_Exercise goal_
Please show all lines of the records that include "rotate".

[Data records]
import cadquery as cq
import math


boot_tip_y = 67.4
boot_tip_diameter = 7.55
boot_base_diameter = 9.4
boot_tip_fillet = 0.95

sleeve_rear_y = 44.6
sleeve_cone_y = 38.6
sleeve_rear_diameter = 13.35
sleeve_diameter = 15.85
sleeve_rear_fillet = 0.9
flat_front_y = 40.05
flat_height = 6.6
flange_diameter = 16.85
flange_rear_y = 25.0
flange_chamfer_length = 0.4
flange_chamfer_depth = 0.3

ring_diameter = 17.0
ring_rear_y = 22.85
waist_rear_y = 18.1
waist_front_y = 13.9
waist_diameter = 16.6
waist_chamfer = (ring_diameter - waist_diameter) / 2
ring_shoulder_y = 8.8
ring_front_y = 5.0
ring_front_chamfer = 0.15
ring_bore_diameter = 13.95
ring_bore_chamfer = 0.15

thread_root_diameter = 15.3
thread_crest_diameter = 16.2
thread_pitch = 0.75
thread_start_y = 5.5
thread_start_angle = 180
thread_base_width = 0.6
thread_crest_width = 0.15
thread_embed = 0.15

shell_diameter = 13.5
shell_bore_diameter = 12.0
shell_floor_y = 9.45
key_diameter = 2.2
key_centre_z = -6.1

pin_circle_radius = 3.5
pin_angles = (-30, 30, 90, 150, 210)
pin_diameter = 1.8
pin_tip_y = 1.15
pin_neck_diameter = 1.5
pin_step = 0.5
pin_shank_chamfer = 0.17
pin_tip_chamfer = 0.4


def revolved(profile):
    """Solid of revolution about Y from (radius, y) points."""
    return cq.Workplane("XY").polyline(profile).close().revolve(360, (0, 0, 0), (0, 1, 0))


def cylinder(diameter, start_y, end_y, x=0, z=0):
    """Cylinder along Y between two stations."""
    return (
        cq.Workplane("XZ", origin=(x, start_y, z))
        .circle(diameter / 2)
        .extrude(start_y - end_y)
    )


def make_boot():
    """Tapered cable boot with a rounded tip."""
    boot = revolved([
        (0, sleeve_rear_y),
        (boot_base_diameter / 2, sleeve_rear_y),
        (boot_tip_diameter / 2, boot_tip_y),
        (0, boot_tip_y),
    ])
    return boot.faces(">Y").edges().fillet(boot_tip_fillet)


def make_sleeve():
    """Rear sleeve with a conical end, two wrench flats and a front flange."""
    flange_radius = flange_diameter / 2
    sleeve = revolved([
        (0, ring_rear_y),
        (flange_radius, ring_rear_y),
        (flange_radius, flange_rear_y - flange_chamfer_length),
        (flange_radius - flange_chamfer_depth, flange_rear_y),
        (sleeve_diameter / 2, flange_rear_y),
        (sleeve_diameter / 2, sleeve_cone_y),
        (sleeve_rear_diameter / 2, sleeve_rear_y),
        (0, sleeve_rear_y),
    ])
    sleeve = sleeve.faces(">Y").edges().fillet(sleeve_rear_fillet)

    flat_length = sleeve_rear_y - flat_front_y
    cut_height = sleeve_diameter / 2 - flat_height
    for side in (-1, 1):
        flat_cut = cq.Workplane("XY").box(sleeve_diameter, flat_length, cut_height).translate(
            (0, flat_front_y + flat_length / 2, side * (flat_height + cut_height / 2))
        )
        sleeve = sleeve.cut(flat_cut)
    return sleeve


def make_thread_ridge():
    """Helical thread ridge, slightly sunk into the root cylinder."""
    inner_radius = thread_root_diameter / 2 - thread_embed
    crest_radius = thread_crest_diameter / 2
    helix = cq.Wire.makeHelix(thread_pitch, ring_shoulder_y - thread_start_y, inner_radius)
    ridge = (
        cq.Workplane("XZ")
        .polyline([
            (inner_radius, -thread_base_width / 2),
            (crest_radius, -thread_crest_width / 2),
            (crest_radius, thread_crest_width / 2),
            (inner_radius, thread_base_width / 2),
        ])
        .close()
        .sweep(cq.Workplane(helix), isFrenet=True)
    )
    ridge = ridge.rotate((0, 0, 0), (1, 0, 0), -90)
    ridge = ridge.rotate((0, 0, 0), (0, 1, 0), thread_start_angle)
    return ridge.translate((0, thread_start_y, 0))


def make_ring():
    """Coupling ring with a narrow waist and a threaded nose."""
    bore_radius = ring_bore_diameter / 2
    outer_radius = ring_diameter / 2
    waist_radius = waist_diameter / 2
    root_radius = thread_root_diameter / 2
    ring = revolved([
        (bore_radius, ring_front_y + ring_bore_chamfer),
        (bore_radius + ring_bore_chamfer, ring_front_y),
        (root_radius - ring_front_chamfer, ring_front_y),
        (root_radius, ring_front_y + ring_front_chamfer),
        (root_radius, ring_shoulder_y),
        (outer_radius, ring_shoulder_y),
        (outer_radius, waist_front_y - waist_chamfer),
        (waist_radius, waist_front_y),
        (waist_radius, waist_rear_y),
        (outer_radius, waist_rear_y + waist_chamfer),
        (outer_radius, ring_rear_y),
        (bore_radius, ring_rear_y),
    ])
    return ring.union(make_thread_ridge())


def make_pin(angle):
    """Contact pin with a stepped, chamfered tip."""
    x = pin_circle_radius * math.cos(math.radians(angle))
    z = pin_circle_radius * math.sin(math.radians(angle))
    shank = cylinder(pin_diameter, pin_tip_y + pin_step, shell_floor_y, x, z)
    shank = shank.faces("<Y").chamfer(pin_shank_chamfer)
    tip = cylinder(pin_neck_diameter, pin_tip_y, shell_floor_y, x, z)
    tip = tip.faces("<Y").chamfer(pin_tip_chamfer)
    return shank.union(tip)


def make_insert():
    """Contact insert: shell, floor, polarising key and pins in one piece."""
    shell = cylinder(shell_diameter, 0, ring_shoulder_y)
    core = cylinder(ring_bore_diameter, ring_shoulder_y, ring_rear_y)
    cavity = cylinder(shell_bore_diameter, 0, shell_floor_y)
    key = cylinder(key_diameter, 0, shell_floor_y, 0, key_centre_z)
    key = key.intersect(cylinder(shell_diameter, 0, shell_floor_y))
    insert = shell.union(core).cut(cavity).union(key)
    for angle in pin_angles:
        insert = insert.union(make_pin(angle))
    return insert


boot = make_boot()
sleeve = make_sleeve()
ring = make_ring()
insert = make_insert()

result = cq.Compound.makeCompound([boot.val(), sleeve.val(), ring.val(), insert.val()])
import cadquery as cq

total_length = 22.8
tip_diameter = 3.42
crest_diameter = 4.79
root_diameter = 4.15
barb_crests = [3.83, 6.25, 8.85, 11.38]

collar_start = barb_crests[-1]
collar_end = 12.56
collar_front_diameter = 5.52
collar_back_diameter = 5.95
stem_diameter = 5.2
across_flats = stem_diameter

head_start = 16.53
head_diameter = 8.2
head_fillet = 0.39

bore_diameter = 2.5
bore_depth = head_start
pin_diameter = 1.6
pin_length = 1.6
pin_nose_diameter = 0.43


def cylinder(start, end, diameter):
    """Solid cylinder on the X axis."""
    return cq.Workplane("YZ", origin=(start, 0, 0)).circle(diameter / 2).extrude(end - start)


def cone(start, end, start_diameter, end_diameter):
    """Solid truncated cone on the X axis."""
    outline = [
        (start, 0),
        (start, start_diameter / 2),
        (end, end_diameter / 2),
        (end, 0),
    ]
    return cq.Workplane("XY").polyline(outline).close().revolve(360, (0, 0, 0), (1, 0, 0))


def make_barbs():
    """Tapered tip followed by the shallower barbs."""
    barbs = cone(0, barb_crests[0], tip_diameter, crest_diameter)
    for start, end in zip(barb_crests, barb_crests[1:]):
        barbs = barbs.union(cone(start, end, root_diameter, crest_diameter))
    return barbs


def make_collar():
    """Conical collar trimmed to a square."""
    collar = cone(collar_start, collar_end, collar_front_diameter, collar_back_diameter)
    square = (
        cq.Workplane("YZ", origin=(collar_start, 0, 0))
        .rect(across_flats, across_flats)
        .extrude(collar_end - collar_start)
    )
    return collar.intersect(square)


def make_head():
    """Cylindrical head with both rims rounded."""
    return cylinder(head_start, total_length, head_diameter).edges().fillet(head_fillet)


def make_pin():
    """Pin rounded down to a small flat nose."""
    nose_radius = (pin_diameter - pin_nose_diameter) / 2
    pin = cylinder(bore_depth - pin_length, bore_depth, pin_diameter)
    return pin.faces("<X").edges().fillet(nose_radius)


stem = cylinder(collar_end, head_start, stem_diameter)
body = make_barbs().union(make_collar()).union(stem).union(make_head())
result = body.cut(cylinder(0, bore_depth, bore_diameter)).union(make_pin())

_Exercise solution_
    ridge = ridge.rotate((0, 0, 0), (1, 0, 0), -90)
    ridge = ridge.rotate((0, 0, 0), (0, 1, 0), thread_start_angle)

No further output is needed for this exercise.